Get the Facts About the Gluten-Free MovementPaige Turner
In the past few years, gluten-free options have appeared on store shelves. Many have sung the praises of a gluten-free lifestyle as the answer to years of digestive issues or weight loss struggles, making others wonder if they too might be sensitive to gluten and should adopt what appears to be a positive change to their diet.
Not so fast…
A gluten-free diet is great for some people, but is not a one-size-fits-all approach to nutrition. Read on to learn more about what gluten-free food really entails, and how a gluten-free label doesn’t necessarily mean the food is healthy.
What is Gluten?
According to the Celiac Disease Foundation, gluten is “a general name for the proteins found in wheat (durum, emmer, spelt, farina, farro, KAMUT® khorasan wheat and einkorn), rye, barley and triticale. Gluten helps foods maintain their shape, acting as a glue that holds food together.”

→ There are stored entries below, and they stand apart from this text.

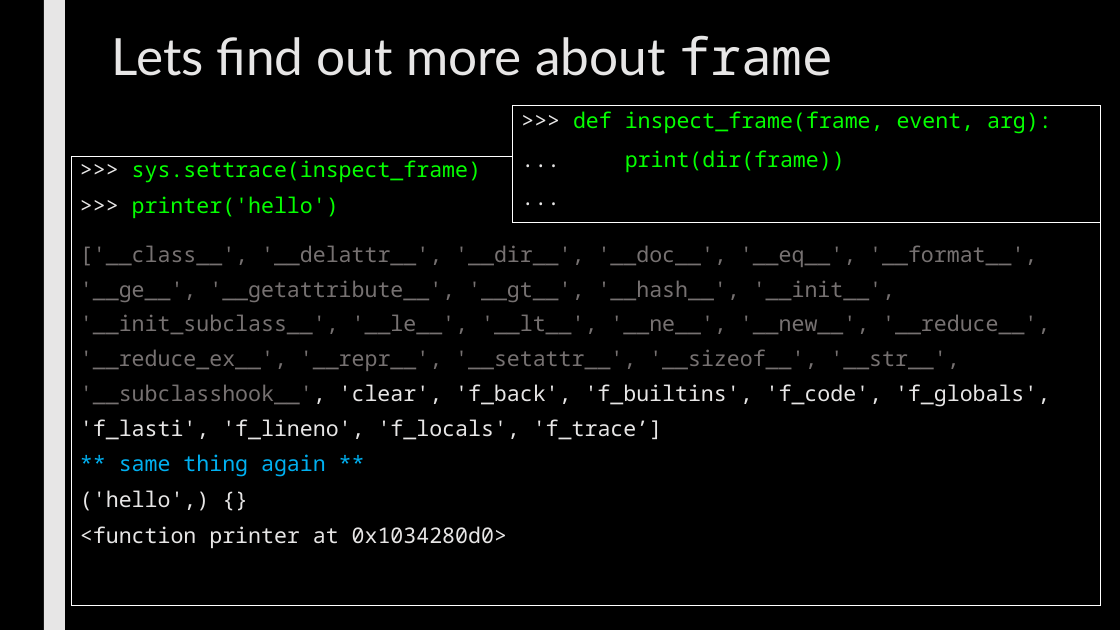
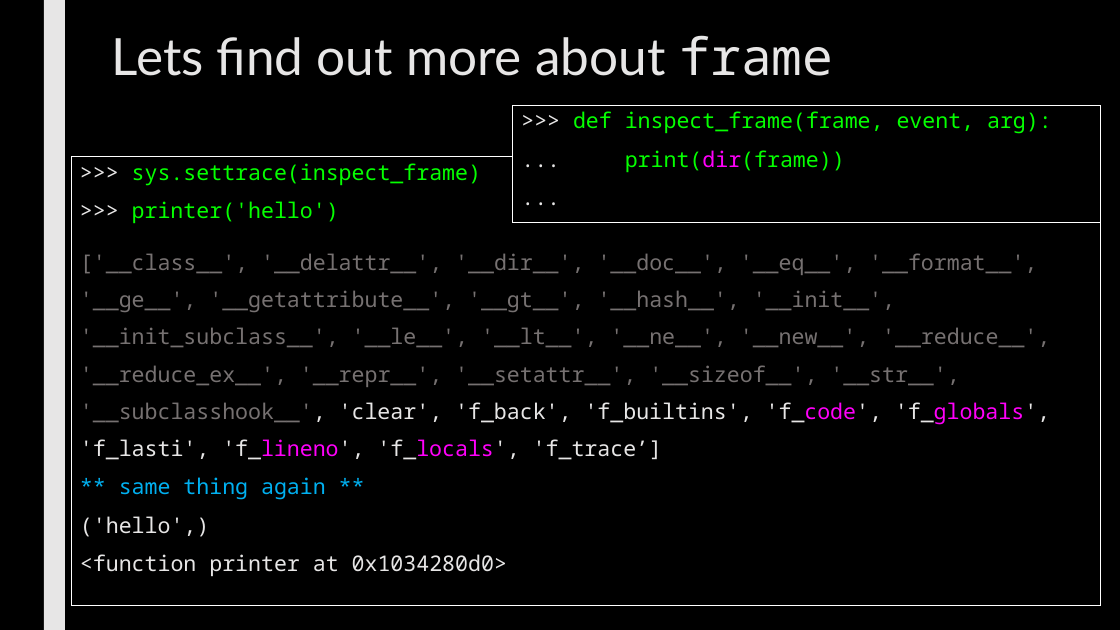
Before and after one commit to max7patek/metaprogramming, a slide deck: slide 11 of slides/06-PythonReflection.pptx (slide 9 before the commit). Drawn at 1120x630 pixels with LibreOffice and Linux fonts; fonts in the diff are those of the drawing. Boxes give left, top, right and bottom in pixels: in the first picture for what was removed or moved away, otherwise in the second. Text is boxed around its words. In the diff, an @@ line names an element or a change of style, - is before the commit and + after.

```diff
--- a/slides/06-PythonReflection.pptx
+++ b/slides/06-PythonReflection.pptx
@@ text in rectangle at (80,163,1050,577): text colour #E7E6E6 to #FF00FA in "'f_code', 'f_globals', 'f_lineno', 'f_locals',"; line spacing 0.84 to 0.94; line spacing 1.34 to 1.44 @@
@@ text in rectangle at (625,150,845,173): text colour #05FF00 to #FF00FA in "print(dir(frame))" @@
@@ text in rectangle at (80,516,209,537): text changed @@
-('hello',) {}
+('hello',)
```
Also in this commit, not shown: 12 other slides changed, 3 slides added.

People who have a true sensitivity to gluten have a condition called Celiac disease. It is an auto-immune disorder that causes the ingestion of gluten to damage to the small intestine. According to the Mayo Clinic, about 1% of the population has Celiac disease, and roughly 10% have a “less specific” sensitivity to it.
For the small percentage of the population who have Celiac disease or a diagnosed gluten sensitivity, cutting out gluten makes vast improvements to their health. For everyone else, the research is still fuzzy on what improvements, if any, cutting gluten from a diet can have.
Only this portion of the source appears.